A Tarrant County grand jury returned an indictment on February 18 against Jason Alan Thornburg, 41, for the murder of his roommate, Mark Jewell, 61, in Fort Worth.
According to a press release issued by the Tarrant County Criminal District Attorney, Thornburg will face a first-degree felony charge for murder and an additional first-degree charge for arson. Thornburg is alleged to have killed Jewell and then burned down their home.
Thornburg is currently incarcerated after he admitted to three other killings in the Fort Worth area in September 2021. Over several days, Thornburg lured three people into a Euless hotel room, slit their throats, and then dismembered the bodies in the bathtub. Through surveillance footage, Thornburg was identified by investigators dumping the remains in a dumpster 25 miles from the hotel and setting it on fire.
He was apprehended in Arlington and confessed to the three killings during interviews with law enforcement. According to police, Thornburg told them the individuals were killed as “sacrifices.”
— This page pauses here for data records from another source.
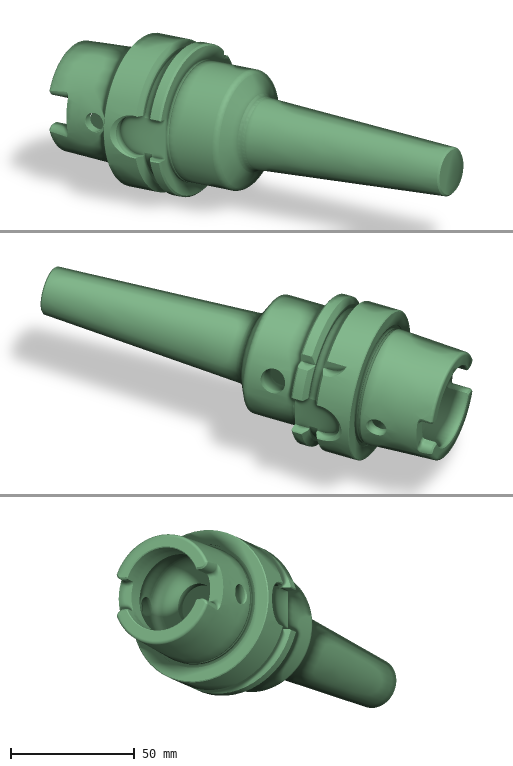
import cadquery as cq
import math

length = 177.0
flange_start = 32.0
flange_end = 58.0

taper_root_radius = 24.2
taper_slope = 1 / 20
taper_end = 30.1
taper_end_chamfer = 0.5
relief_radius = 23.7
relief_end = 31.5
land_radius = 24.0
face_recess_radius = 25.5
face_recess_depth = 0.5
mouth_radius = taper_root_radius - taper_slope * taper_end
mouth_rounding = 1.2

flange_radius = 31.5
flange_edge_chamfer = 0.4
flange_back_chamfer = 0.7
groove_radius = 27.0
groove_start = 48.1
groove_end = 51.7
groove_bevel_length = 1.6
groove_bevel_depth = groove_bevel_length * math.tan(math.radians(60))

collar_end = 59.1
collar_radius = 25.3
body_radius = 25.0
shoulder_start = 81.0
shoulder_end = 86.9
neck_radius = 14.9
nose_radius = 10.1
shoulder_rounding = 2.7
neck_rounding = 3.0
nose_chamfer = 0.7

bore_radius = 17.2
bore_rim_chamfer = 0.4
bore_lip = 12.7
clamp_radius = 19.8
clamp_end = 25.5
cavity_floor_rounding = 3.9
recess_radius = 8.7
recess_depth = 3.5
pilot_radius = 2.1
pilot_depth = 5.3
drill_tip_angle = 118.0

keyways = [(-1, 9.7), (1, 6.0)]
keyway_half_width = 6.2
keyway_ledge = 21.0
keyway_lip_radius = 3.0
keyway_mouth_chamfer = 0.7
keyway_floor_fillet = 1.5

cross_hole_position = 23.0
cross_hole_radius = 4.0
cross_hole_bevel_start = 23.5
screw_hole_position = 68.9
screw_hole_radius = 5.3
screw_hole_depth = 10.6
screw_hole_tilt = 20.0

slot_half_width = 8.7
slot_round_center = 45.7
slot_floor = 26.0
slot_bevel_start = 29.7
slot_bevel_overshoot = 0.4

notch_wall = 19.8
notch_floor = 20.4
notch_runout_start = 45.0
notch_cutter_radius = 8.0


def revolve_about_x(points):
    """Solid of revolution about X from (x, radius) points."""
    return cq.Workplane("XY").polyline(points).close().revolve(360, (0, 0, 0), (1, 0, 0))


def rim_at(x):
    """Selector for circular edges centred on the tool axis at x."""
    reach = 0.09
    return cq.selectors.BoxSelector((x - reach, -reach, -reach), (x + reach, reach, reach))


def make_body():
    bevel_radius = flange_radius - groove_bevel_depth
    recess_floor = flange_start + face_recess_depth
    body = revolve_about_x([
        (0, 0),
        (0, mouth_radius),
        (taper_end, taper_root_radius),
        (taper_end + taper_end_chamfer, relief_radius),
        (relief_end, relief_radius),
        (relief_end, land_radius),
        (recess_floor, land_radius),
        (recess_floor, face_recess_radius),
        (flange_start, face_recess_radius),
        (flange_start, flange_radius - flange_edge_chamfer),
        (flange_start + flange_edge_chamfer, flange_radius),
        (groove_start - groove_bevel_length, flange_radius),
        (groove_start, bevel_radius),
        (groove_start, groove_radius),
        (groove_end, groove_radius),
        (groove_end, bevel_radius),
        (groove_end + groove_bevel_length, flange_radius),
        (flange_end - flange_back_chamfer, flange_radius),
        (flange_end, flange_radius - flange_back_chamfer),
        (flange_end, collar_radius),
        (collar_end, collar_radius),
        (collar_end, body_radius),
        (shoulder_start, body_radius),
        (shoulder_end, neck_radius),
        (length, nose_radius),
        (length, 0),
    ])
    body = body.edges(rim_at(0)).fillet(mouth_rounding)
    body = body.edges(rim_at(shoulder_start)).fillet(shoulder_rounding)
    body = body.edges(rim_at(shoulder_end)).fillet(neck_rounding)
    return body.edges(rim_at(length)).chamfer(nose_chamfer)


def make_cavity():
    """Bore, wider clamping chamber with a rounded floor, shallow recess and drilled pilot."""
    cavity_depth = clamp_end + cavity_floor_rounding
    recess_end = cavity_depth + recess_depth
    pilot_end = recess_end + pilot_depth
    tip_length = pilot_radius / math.tan(math.radians(drill_tip_angle / 2))
    cavity = revolve_about_x([
        (0, 0),
        (0, bore_radius + bore_rim_chamfer),
        (bore_rim_chamfer, bore_radius),
        (bore_lip, bore_radius),
        (bore_lip, clamp_radius),
        (cavity_depth, clamp_radius),
        (cavity_depth, recess_radius),
        (recess_end, recess_radius),
        (recess_end, pilot_radius),
        (pilot_end, pilot_radius),
        (pilot_end + tip_length, 0),
    ])
    floor_rim = cq.selectors.RadiusNthSelector(-1)
    return cavity.edges(rim_at(cavity_depth)).edges(floor_rim).fillet(cavity_floor_rounding)


def keyway_profile(side, growth):
    """Keyway cross-section in the YZ plane, widened outwards by growth.

    A narrow passage opens through rounded lips onto a ledge below the taper surface.
    """
    half_width = keyway_half_width + growth
    ledge = keyway_ledge - growth
    lip = keyway_lip_radius - growth
    lip_mid = lip * (1 - math.sqrt(0.5))
    outside = flange_radius
    return (
        cq.Workplane("YZ")
        .moveTo(0, -half_width)
        .lineTo(side * (ledge - lip), -half_width)
        .threePointArc((side * (ledge - lip_mid), -half_width - lip_mid), (side * ledge, -half_width - lip))
        .lineTo(side * ledge, -outside)
        .lineTo(side * outside, -outside)
        .lineTo(side * outside, outside)
        .lineTo(side * ledge, outside)
        .lineTo(side * ledge, half_width + lip)
        .threePointArc((side * (ledge - lip_mid), half_width + lip_mid), (side * (ledge - lip), half_width))
        .lineTo(0, half_width)
        .close()
    )


def make_keyway(side, depth):
    keyway = keyway_profile(side, 0).extrude(depth)
    keyway = keyway.faces(">X").edges().fillet(keyway_floor_fillet)
    mouth_bevel = cq.Solid.makeLoft(
        [
            keyway_profile(side, keyway_mouth_chamfer).val(),
            keyway_profile(side, 0).val().translate(cq.Vector(keyway_mouth_chamfer, 0, 0)),
        ],
        True,
    )
    return keyway.union(cq.Workplane(mouth_bevel))


def make_gripper_slot():
    """Round-ended slot on the +Y side, open towards the nose, with a bevelled rim."""
    def outline(y):
        return (
            cq.Workplane("XZ", origin=(0, y, 0))
            .moveTo(flange_end, -slot_half_width)
            .lineTo(slot_round_center, -slot_half_width)
            .threePointArc((slot_round_center - slot_half_width, 0), (slot_round_center, slot_half_width))
            .lineTo(flange_end, slot_half_width)
            .close()
        )
    bevel_height = flange_radius - slot_bevel_start + slot_bevel_overshoot
    slot = outline(slot_floor).extrude(slot_floor - flange_radius)
    return slot.union(outline(slot_bevel_start).extrude(-bevel_height, taper=-45))


def make_notch():
    cutter_axis = notch_floor + notch_cutter_radius
    run = notch_cutter_radius * math.sqrt(0.5)
    return (
        cq.Workplane("XZ", origin=(0, notch_wall, 0))
        .moveTo(flange_end, notch_floor)
        .lineTo(notch_runout_start, notch_floor)
        .threePointArc((notch_runout_start - run, cutter_axis - run),
                       (notch_runout_start - notch_cutter_radius, cutter_axis))
        .lineTo(notch_runout_start - notch_cutter_radius, flange_radius)
        .lineTo(flange_end, flange_radius)
        .close()
        .extrude(notch_wall - flange_radius)
    )


def make_cross_hole():
    """Through hole along Y, bevelled where it breaks out of the taper on both sides."""
    hole = cq.Workplane("XZ").center(cross_hole_position, 0).circle(cross_hole_radius)
    hole = hole.extrude(flange_radius, both=True)
    bevel_height = taper_root_radius - cross_hole_bevel_start
    for side in (-1, 1):
        bevel = cq.Solid.makeCone(
            cross_hole_radius,
            cross_hole_radius + bevel_height,
            bevel_height,
            cq.Vector(cross_hole_position, side * cross_hole_bevel_start, 0),
            cq.Vector(0, side, 0),
        )
        hole = hole.union(cq.Workplane(bevel))
    return hole


def make_screw_hole():
    floor = body_radius - screw_hole_depth
    hole = (
        cq.Workplane("XZ", origin=(screw_hole_position, floor, 0))
        .circle(screw_hole_radius)
        .extrude(-flange_radius)
    )
    return hole.rotate((0, 0, 0), (1, 0, 0), screw_hole_tilt)


slot_cut = make_gripper_slot()
result = make_body().cut(make_cavity()).cut(make_cross_hole()).cut(make_screw_hole())
result = result.cut(slot_cut).cut(slot_cut.mirror("XZ")).cut(make_notch())
for side, depth in keyways:
    result = result.cut(make_keyway(side, depth))

When police asked Thornburg if he had committed other killings, he admitted to both the killing of Jewell in May and the killing of his then-girlfriend in Arizona in 2017.
Arizona police were called to the home Thornburg shared with his girlfriend Tanya Begay on February 18, 2017, by neighbors who reported a domestic disturbance. Police found Begay with a bloodied face and glass embedded in her right eye. She reported that Thornburg had thrown an empty glass coffee pot that struck her in the face. Thornburg had left the scene and was not arrested until March 2017.
Two days after his arrest, Begay was reported missing by her mother. Law enforcement handed the case off to Tribal Police, as Begay and Thornburg lived on tribal land. Begay’s mother told investigators that her daughter and Thornburg had an abusive relationship.
Neighbors told police they had seen Thornburg burning items on his property days before Begay was reported missing. Her remains have never been found.
Because law enforcement never found Begay’s remains, Thornburg was never charged with any crime. By 2021, Thornburg was living in Fort Worth and was working as an electrician’s apprentice.
According to a police affidavit in the case, Thornburg told investigators that he was compelled to kill his roommate by God. He used a straight razor to slit the man’s throat, then uncapped a gas line and lit a candle to destroy the evidence.
Thornburg was considered a suspect in the incident, but investigators were forced to conclude that the manner of death was unknown due to the damage done by the gas explosion and resulting fire. It wasn’t until Thornburg confessed to the killing that police could produce evidence.
Thornburg will face penalties ranging from 5 to 99 years, or life, in prison, if convicted. He is currently awaiting trial for the initial three killings. It is not clear if authorities in Arizona or through the Navajo Nation will request his extradition to face charges of murder in the disappearance of Begay.